Rostok to największe miasto i port w Meklemburgii. To stąd odpływają promy do Szwecji, Danii czy Finlandii. Miasto nie oczarowuje i nie wzbudza zachwytu. Dawniej należało do byłej NRD więc niewiele tu ładnej architektury. Wyrastają za to przyciągające wzrok, nowe budynki o ciekawych bryłach. Niektóre miejsca są zupełnie nieatrakcyjne i niczym nie różnią się od polskich miast. Rostocki port jest bardzo duży ale dla mnie niezbyt urokliwy. Zdecydowanie wolę malutkie porty rybackie w mniejszych miejscowościach. Dla mnie Rostok to taki miszmasz. Prawdopodobnie każdy znalazłby w nim coś dla siebie. My próbowaliśmy znaleźć dobrą kawę ale niestety nam się nie udało:-( Była za to dobra ryba w budce portowej:-) A smaczny śledź to podstawa dobrego humoru Melki;-)

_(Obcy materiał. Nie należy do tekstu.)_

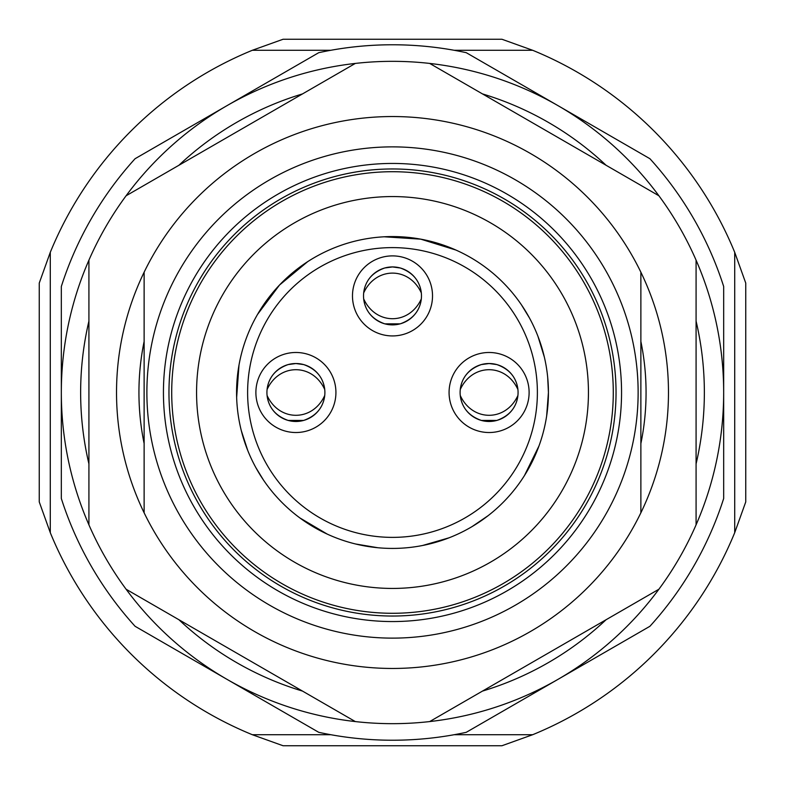 <?xml version="1.0" encoding="UTF-8"?>
<svg xmlns="http://www.w3.org/2000/svg" width="785" height="785" viewBox="0 0 785 785"><rect width="100%" height="100%" fill="white"/><g stroke="black" fill="none" stroke-linecap="round" stroke-linejoin="round"><path stroke-width="1.18" d="M144.126 272.209A275.977 275.977 0 0 1 640.874 272.209L640.874 512.791A275.977 275.977 0 0 1 144.126 512.791L144.126 272.209A275.977 275.977 0 0 0 144.116 512.791M163.437 392.5A229.063 229.063 0 0 1 507.031 194.13A229.063 229.063 0 0 1 507.031 590.869A229.063 229.063 0 0 1 163.437 392.5M146.883 392.5A245.617 245.617 0 0 0 515.313 605.215A245.617 245.617 0 0 0 515.313 179.785A245.617 245.617 0 0 0 146.883 392.5M135.089 158.707L226.914 105.7A331.172 331.172 0 0 0 61.328 392.5L61.328 286.476A347.735 347.735 0 0 1 135.089 158.707M318.739 52.683A347.735 347.735 0 0 1 466.261 52.683L558.086 105.7A331.172 331.172 0 0 0 226.914 105.7L318.739 52.683M649.911 158.707A347.735 347.735 0 0 1 723.672 286.476L723.672 392.5A331.172 331.172 0 0 0 558.086 105.7L649.911 158.707M723.672 498.524A347.735 347.735 0 0 1 649.911 626.293L558.086 679.3A331.172 331.172 0 0 0 723.672 392.5L723.672 498.524M466.261 732.317A347.735 347.735 0 0 1 318.739 732.317L226.914 679.3A331.172 331.172 0 0 0 558.086 679.3L466.261 732.317M135.089 626.293A347.735 347.735 0 0 1 61.328 498.524L61.328 392.5A331.172 331.172 0 0 0 226.914 679.3L135.089 626.293M588.446 392.5A195.946 195.946 0 0 0 294.532 222.812A195.946 195.946 0 0 0 294.532 562.188A195.946 195.946 0 0 0 588.446 392.5M613.281 392.5A220.781 220.781 0 0 1 282.109 583.706A220.781 220.781 0 0 1 282.109 201.294A220.781 220.781 0 0 1 613.281 392.5M616.039 392.5A223.539 223.539 0 0 0 392.5 168.961A223.539 223.539 0 0 0 168.961 392.5A223.539 223.539 0 0 0 392.5 616.039A223.539 223.539 0 0 0 616.039 392.5M288.095 420.407C275.643 415.962 268.637 407.66 267.086 395.493C279.185 421.898 312.636 421.898 324.735 395.493C323.204 407.631 316.198 415.932 303.707 420.407M303.628 420.426L288.154 420.417M303.707 364.593C316.169 369.038 323.175 377.34 324.735 389.507C312.636 363.102 279.185 363.102 267.086 389.507C268.607 377.379 275.613 369.068 288.095 364.593M288.173 364.574L295.906 363.534L303.648 364.574M384.689 323.812C372.237 319.367 365.231 311.066 363.681 298.908C375.77 325.304 409.23 325.314 421.319 298.908C419.798 311.037 412.792 319.338 400.301 323.812M400.222 323.842L384.748 323.832M400.301 267.999C412.763 272.444 419.769 280.745 421.319 292.913C409.23 266.507 375.77 266.507 363.681 292.913C365.202 280.785 372.208 272.483 384.689 267.999M384.768 267.979L392.5 266.939L400.242 267.989M481.284 420.407C468.822 415.962 461.825 407.66 460.265 395.493C472.364 421.898 505.815 421.898 517.914 395.493C516.383 407.631 509.377 415.932 496.885 420.407M496.817 420.426L481.391 420.436M496.885 364.593C509.357 369.038 516.363 377.34 517.914 389.507C505.825 363.102 472.364 363.102 460.265 389.507C461.796 377.379 468.802 369.068 481.284 364.593M481.352 364.574L489.094 363.534L496.836 364.574M295.906 363.524A28.976 28.976 0 0 0 270.815 406.993A28.976 28.976 0 0 0 321.006 406.993A28.976 28.976 0 0 0 295.906 363.524M392.5 266.929A28.976 28.976 0 0 0 367.409 310.399A28.976 28.976 0 0 0 417.591 310.399A28.976 28.976 0 0 0 392.5 266.929M489.094 363.524A28.976 28.976 0 0 0 463.994 406.993A28.976 28.976 0 0 0 514.185 406.993A28.976 28.976 0 0 0 489.094 363.524M295.906 352.485A40.015 40.015 0 0 1 330.563 412.508A40.015 40.015 0 0 1 261.248 412.508A40.015 40.015 0 0 1 295.906 352.485M392.5 255.89A40.015 40.015 0 0 1 427.158 315.913A40.015 40.015 0 0 1 357.842 315.913A40.015 40.015 0 0 1 392.5 255.89M489.094 352.485A40.015 40.015 0 0 1 523.752 412.508A40.015 40.015 0 0 1 454.436 412.508A40.015 40.015 0 0 1 489.094 352.485M392.5 236.57A155.93 155.93 0 0 1 527.54 470.46A155.93 155.93 0 0 1 257.46 470.46A155.93 155.93 0 0 1 392.5 236.57M252.319 734.711A369.813 369.813 0 0 1 50.289 532.681L39.25 501.919L39.25 283.081L50.289 252.319A369.813 369.813 0 0 1 252.319 50.289L283.081 39.25L501.919 39.25L532.681 50.289A369.813 369.813 0 0 1 734.711 252.319L745.75 283.081L745.75 501.919L734.711 532.681A369.813 369.813 0 0 1 532.681 734.711L501.919 745.75L283.081 745.75L252.319 734.711L330.789 734.711M640.874 272.209A275.977 275.977 0 0 1 640.884 512.791M144.126 443.535A253.565 253.565 0 0 1 144.126 341.465M640.874 341.465A253.565 253.565 0 0 1 640.884 443.535M658.909 195.769L429.67 63.418M355.33 63.418L126.091 195.769M88.921 260.149L88.921 524.851M126.091 589.231L355.33 721.582M429.67 721.582L658.909 589.231M696.079 524.851L696.079 260.149M696.079 321.114A311.851 311.851 0 0 1 696.079 463.886M606.108 619.708A311.851 311.851 0 0 1 482.471 691.094M302.529 691.094A311.851 311.851 0 0 1 178.892 619.708M88.921 463.886A311.851 311.851 0 0 1 88.921 321.114M178.892 165.292A311.851 311.851 0 0 1 302.529 93.906M482.471 93.906A311.851 311.851 0 0 1 606.108 165.292M392.5 247.609A144.891 144.891 0 0 0 267.028 464.946A144.891 144.891 0 0 0 517.972 464.946A144.891 144.891 0 0 0 392.5 247.609M50.289 252.319L50.289 532.681M454.211 734.711L532.681 734.711M734.711 532.681L734.711 252.319M532.681 50.289L454.211 50.289M330.789 50.289L252.319 50.289M547.694 377.359L548.43 392.5L546.664 415.854M538.991 445.929L524.498 475.494M488.064 515.706L472.158 526.539M449.04 537.813L422.624 545.487M377.83 547.734L355.566 543.985M327.247 534.114L299.831 517.904M263.534 480.145L256.028 467.909M247.746 450.462L241.319 430.69M236.648 397.396L238.983 365.182M257.5 314.471L279.499 285.053L307.651 261.68M384.257 236.795L420.77 239.16L455.849 250.023M521.466 304.855L529.365 317.797M537.941 336.284L544.388 357.244"/></g></svg>

Poniżej kilka kadrów ze spaceru po mieście.
|
"Chłopak z gitarą byłby dla mnie parą" ten plakat był dosyć widoczny w mieście |
|
Pies cyrkowy z rzeźby w porcie |
|
Palarnia kawy Ronja. Wyczekiwana kawa nie spełniła naszych wymagań:-( |
|
Zostaw wiadomość:-) |
Rostock taki właśnie jest...Ale dobrze mieć swój pogląd i zdanie.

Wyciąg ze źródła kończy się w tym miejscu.